**TO DO**
Please return every line of the records below that holds the word "disc".

[Dataset entries]
════════

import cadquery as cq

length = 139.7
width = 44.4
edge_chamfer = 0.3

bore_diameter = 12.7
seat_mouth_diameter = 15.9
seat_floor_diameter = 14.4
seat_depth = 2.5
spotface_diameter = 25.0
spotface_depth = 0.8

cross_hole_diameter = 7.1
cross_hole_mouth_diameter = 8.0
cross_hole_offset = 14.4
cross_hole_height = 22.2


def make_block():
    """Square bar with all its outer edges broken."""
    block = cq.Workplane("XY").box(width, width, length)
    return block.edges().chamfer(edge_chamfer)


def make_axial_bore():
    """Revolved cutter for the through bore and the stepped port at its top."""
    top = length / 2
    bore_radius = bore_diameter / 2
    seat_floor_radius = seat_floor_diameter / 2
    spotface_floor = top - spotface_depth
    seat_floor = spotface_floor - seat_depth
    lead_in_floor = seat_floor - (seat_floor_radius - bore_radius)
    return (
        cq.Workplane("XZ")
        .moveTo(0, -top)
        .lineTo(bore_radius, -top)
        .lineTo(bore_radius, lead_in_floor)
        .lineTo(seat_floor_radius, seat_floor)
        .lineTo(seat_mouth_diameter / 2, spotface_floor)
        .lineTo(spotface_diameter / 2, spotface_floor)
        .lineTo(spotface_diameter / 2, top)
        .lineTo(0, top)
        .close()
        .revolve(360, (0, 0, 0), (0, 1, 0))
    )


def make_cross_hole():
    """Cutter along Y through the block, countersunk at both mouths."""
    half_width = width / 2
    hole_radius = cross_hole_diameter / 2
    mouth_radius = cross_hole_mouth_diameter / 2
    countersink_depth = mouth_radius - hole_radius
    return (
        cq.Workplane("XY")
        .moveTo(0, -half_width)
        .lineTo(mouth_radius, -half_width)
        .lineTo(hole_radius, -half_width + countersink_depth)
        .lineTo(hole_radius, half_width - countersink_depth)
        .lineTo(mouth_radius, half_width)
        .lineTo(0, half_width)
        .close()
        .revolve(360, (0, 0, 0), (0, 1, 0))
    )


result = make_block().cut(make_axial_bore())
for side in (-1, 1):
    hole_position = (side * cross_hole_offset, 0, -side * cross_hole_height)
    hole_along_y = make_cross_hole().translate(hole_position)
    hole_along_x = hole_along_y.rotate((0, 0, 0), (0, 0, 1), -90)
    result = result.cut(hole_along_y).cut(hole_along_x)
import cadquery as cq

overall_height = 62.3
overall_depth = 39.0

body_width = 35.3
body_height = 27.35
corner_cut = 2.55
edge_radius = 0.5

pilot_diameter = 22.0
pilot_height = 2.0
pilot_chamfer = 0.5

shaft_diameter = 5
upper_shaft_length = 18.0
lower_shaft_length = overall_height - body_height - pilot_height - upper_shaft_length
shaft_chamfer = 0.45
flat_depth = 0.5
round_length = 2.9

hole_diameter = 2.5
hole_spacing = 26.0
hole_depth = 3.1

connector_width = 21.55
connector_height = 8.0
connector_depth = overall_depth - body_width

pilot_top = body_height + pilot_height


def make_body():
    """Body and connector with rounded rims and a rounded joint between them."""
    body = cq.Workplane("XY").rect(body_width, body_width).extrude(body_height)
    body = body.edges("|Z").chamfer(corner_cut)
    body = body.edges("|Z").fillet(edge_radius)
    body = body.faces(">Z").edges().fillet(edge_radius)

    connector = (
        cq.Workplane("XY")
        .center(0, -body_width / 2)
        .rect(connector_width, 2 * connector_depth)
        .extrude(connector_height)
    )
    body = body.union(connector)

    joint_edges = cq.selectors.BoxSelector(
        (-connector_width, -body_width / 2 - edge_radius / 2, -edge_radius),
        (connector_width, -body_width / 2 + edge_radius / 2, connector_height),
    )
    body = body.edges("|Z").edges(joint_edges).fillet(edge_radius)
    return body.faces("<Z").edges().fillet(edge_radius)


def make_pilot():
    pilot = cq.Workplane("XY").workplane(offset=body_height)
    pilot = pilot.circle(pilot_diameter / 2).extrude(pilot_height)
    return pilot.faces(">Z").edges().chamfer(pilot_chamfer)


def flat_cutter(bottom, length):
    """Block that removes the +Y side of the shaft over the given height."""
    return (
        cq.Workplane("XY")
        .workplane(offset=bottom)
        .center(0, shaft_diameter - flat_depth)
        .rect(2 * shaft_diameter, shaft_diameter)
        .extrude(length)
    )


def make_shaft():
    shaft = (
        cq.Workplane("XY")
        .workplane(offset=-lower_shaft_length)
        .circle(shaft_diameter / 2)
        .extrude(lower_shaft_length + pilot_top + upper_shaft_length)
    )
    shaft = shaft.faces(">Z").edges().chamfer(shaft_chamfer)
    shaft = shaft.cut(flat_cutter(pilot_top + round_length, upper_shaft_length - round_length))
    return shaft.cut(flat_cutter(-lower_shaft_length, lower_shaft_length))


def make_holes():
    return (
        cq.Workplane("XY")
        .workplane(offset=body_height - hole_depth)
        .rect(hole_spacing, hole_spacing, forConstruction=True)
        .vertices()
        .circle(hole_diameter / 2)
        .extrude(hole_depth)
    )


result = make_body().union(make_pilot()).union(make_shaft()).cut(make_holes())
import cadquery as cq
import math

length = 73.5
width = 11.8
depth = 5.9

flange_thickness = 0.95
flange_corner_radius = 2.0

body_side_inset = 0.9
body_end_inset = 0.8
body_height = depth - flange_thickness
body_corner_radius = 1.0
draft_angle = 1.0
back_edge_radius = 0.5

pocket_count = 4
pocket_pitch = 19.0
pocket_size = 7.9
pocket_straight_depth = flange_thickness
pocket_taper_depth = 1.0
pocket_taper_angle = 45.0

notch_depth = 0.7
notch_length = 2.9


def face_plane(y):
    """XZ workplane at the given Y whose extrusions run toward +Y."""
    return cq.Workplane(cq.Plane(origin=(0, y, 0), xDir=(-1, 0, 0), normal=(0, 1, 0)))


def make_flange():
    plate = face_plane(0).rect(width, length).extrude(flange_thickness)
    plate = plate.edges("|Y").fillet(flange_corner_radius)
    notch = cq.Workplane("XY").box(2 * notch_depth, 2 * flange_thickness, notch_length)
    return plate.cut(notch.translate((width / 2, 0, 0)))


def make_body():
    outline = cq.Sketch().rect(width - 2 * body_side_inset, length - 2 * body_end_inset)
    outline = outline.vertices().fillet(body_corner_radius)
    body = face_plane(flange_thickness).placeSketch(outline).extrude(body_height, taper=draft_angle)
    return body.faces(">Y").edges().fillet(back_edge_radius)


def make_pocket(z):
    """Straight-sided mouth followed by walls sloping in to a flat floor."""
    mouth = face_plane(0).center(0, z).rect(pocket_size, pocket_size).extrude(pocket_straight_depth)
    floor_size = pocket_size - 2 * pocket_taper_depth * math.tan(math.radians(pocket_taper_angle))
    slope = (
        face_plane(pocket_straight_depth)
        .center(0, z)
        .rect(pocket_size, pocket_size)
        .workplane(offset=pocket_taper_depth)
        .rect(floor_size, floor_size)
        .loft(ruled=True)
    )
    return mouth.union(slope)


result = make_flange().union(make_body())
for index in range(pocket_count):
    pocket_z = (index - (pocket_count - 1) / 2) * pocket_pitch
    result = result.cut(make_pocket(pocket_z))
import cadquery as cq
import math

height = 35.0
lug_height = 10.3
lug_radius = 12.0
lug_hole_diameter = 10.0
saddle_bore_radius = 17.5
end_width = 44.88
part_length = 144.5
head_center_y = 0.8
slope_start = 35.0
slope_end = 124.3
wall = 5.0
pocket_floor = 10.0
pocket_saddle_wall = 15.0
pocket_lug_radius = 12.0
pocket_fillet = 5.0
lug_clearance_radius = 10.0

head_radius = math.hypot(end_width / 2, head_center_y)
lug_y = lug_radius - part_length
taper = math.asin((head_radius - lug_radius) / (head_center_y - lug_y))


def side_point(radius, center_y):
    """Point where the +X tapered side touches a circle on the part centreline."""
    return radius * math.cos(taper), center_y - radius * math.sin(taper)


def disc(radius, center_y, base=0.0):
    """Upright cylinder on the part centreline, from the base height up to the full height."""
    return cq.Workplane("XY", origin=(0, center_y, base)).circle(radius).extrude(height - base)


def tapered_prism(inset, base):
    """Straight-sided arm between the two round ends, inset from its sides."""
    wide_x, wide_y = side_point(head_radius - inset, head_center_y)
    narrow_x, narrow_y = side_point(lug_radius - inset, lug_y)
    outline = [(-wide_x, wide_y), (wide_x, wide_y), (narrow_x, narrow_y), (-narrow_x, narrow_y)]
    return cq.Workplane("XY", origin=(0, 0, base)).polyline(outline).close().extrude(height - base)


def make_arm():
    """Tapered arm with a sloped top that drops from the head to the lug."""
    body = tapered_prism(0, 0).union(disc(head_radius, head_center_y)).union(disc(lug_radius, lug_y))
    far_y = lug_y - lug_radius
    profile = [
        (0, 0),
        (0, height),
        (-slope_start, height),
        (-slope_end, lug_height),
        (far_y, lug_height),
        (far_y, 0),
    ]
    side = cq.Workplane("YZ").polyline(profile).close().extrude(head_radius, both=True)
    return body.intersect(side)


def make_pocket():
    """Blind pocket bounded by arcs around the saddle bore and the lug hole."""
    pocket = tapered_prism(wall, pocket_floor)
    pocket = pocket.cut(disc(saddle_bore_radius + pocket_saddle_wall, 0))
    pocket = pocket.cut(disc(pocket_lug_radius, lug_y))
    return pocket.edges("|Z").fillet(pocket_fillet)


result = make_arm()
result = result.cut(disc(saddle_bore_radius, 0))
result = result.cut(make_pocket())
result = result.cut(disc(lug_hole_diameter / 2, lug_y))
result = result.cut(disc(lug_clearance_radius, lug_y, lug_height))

════════

**SOLUTION TO THE PROBLEM**
def disc(radius, center_y, base=0.0):
    body = tapered_prism(0, 0).union(disc(head_radius, head_center_y)).union(disc(lug_radius, lug_y))
    pocket = pocket.cut(disc(saddle_bore_radius + pocket_saddle_wall, 0))
    pocket = pocket.cut(disc(pocket_lug_radius, lug_y))
result = result.cut(disc(saddle_bore_radius, 0))
result = result.cut(disc(lug_hole_diameter / 2, lug_y))
result = result.cut(disc(lug_clearance_radius, lug_y, lug_height))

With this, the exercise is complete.